··· Excerpted data

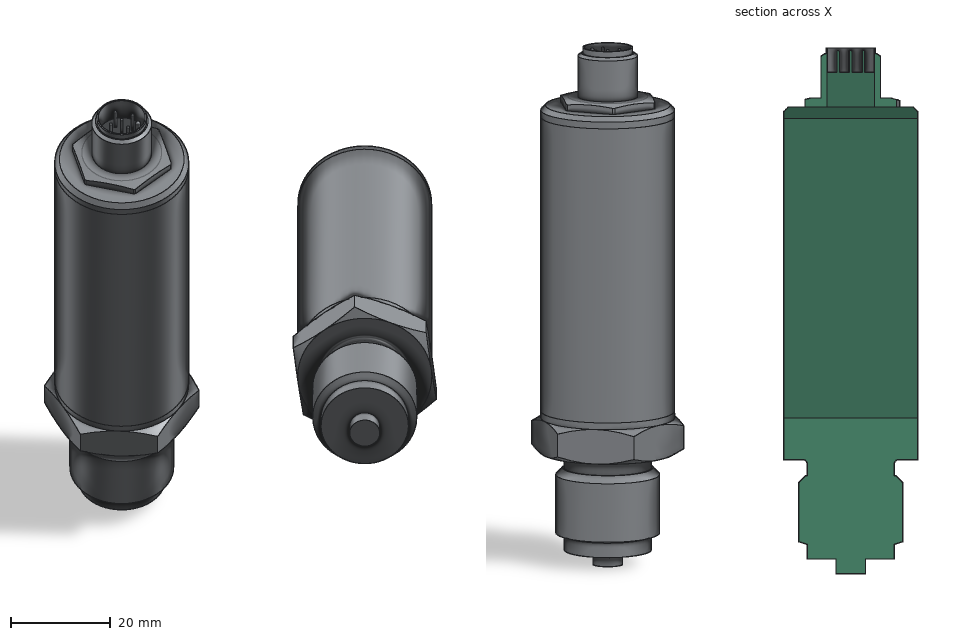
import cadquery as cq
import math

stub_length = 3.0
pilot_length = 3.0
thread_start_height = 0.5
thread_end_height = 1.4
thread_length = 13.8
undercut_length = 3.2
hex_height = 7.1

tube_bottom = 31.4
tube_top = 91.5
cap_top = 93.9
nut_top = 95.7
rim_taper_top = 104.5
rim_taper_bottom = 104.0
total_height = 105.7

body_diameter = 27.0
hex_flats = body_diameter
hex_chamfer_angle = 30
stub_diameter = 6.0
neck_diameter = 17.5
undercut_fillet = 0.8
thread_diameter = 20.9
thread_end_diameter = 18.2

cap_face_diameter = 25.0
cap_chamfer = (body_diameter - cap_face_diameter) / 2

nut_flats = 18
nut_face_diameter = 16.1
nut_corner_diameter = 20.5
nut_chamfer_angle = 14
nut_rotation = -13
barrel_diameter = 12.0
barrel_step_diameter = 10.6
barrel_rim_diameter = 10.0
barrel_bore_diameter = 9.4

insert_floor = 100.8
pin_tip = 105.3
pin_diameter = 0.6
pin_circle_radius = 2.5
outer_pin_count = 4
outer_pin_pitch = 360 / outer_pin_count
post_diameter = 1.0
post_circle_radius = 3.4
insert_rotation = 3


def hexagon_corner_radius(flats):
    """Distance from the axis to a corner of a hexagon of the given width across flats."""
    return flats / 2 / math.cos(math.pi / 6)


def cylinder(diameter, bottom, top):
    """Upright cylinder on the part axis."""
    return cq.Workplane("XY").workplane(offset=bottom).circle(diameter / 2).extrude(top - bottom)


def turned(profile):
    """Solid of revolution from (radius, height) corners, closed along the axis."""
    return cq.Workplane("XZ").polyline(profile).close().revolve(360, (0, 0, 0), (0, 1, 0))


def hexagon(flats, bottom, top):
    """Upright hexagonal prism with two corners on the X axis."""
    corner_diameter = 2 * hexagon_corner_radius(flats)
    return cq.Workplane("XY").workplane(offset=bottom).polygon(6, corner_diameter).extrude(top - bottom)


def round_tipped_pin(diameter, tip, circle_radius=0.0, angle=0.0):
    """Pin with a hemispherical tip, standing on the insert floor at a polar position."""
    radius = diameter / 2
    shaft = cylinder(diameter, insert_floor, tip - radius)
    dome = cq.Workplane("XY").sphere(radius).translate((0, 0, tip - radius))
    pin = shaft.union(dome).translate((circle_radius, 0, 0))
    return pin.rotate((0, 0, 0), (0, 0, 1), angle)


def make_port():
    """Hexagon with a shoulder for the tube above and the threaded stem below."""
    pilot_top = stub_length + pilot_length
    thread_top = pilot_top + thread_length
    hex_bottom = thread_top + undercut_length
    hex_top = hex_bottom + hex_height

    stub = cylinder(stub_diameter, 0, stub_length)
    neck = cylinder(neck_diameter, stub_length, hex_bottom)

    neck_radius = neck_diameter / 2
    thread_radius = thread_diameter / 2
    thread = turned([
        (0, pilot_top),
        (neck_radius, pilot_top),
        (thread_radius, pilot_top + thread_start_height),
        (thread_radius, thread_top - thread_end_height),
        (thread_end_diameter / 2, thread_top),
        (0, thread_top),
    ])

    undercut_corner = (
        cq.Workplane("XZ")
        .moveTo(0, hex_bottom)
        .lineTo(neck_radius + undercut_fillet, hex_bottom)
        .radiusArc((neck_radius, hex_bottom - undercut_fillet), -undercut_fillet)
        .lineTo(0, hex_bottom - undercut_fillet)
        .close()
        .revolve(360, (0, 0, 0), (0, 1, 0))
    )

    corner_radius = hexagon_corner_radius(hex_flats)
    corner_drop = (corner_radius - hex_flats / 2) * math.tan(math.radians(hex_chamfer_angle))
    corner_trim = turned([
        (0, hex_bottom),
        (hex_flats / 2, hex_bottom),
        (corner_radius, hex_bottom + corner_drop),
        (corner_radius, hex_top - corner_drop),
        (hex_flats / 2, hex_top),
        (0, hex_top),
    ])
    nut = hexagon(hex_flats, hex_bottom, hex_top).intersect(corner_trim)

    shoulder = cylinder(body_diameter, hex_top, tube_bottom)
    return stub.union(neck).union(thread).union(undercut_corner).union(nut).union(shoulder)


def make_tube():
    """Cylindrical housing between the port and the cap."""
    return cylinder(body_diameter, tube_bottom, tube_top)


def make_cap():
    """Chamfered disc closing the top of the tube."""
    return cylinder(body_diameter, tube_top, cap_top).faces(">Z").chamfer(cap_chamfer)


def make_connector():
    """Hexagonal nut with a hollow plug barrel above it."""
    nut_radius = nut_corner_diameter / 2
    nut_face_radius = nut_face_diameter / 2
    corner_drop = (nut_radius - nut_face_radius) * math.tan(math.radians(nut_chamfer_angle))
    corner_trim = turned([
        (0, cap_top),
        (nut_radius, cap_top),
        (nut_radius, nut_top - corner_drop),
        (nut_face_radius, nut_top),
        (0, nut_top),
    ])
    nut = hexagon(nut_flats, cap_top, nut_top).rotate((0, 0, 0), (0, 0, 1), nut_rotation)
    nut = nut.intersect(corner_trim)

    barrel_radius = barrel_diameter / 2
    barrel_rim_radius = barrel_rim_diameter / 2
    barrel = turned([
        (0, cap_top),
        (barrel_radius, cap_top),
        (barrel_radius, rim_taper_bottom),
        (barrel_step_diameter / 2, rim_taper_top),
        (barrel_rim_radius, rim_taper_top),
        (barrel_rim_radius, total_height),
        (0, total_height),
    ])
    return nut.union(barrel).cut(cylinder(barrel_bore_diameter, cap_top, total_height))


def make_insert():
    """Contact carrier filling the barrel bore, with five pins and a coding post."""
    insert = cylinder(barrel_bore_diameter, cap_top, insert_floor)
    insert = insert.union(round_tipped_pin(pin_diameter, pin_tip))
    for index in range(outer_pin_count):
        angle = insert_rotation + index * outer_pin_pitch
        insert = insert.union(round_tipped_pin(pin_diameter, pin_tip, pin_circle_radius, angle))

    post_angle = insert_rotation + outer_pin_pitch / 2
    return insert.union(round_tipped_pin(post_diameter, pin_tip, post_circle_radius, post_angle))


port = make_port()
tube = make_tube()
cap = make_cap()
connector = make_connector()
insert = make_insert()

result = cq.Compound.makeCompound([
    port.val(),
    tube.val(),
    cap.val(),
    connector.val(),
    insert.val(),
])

······

Activity
Whenever the string "extrude" shows up in a line of the entries, copy that line.

Answer section
    return cq.Workplane("XY").workplane(offset=bottom).circle(diameter / 2).extrude(top - bottom)
    return cq.Workplane("XY").workplane(offset=bottom).polygon(6, corner_diameter).extrude(top - bottom)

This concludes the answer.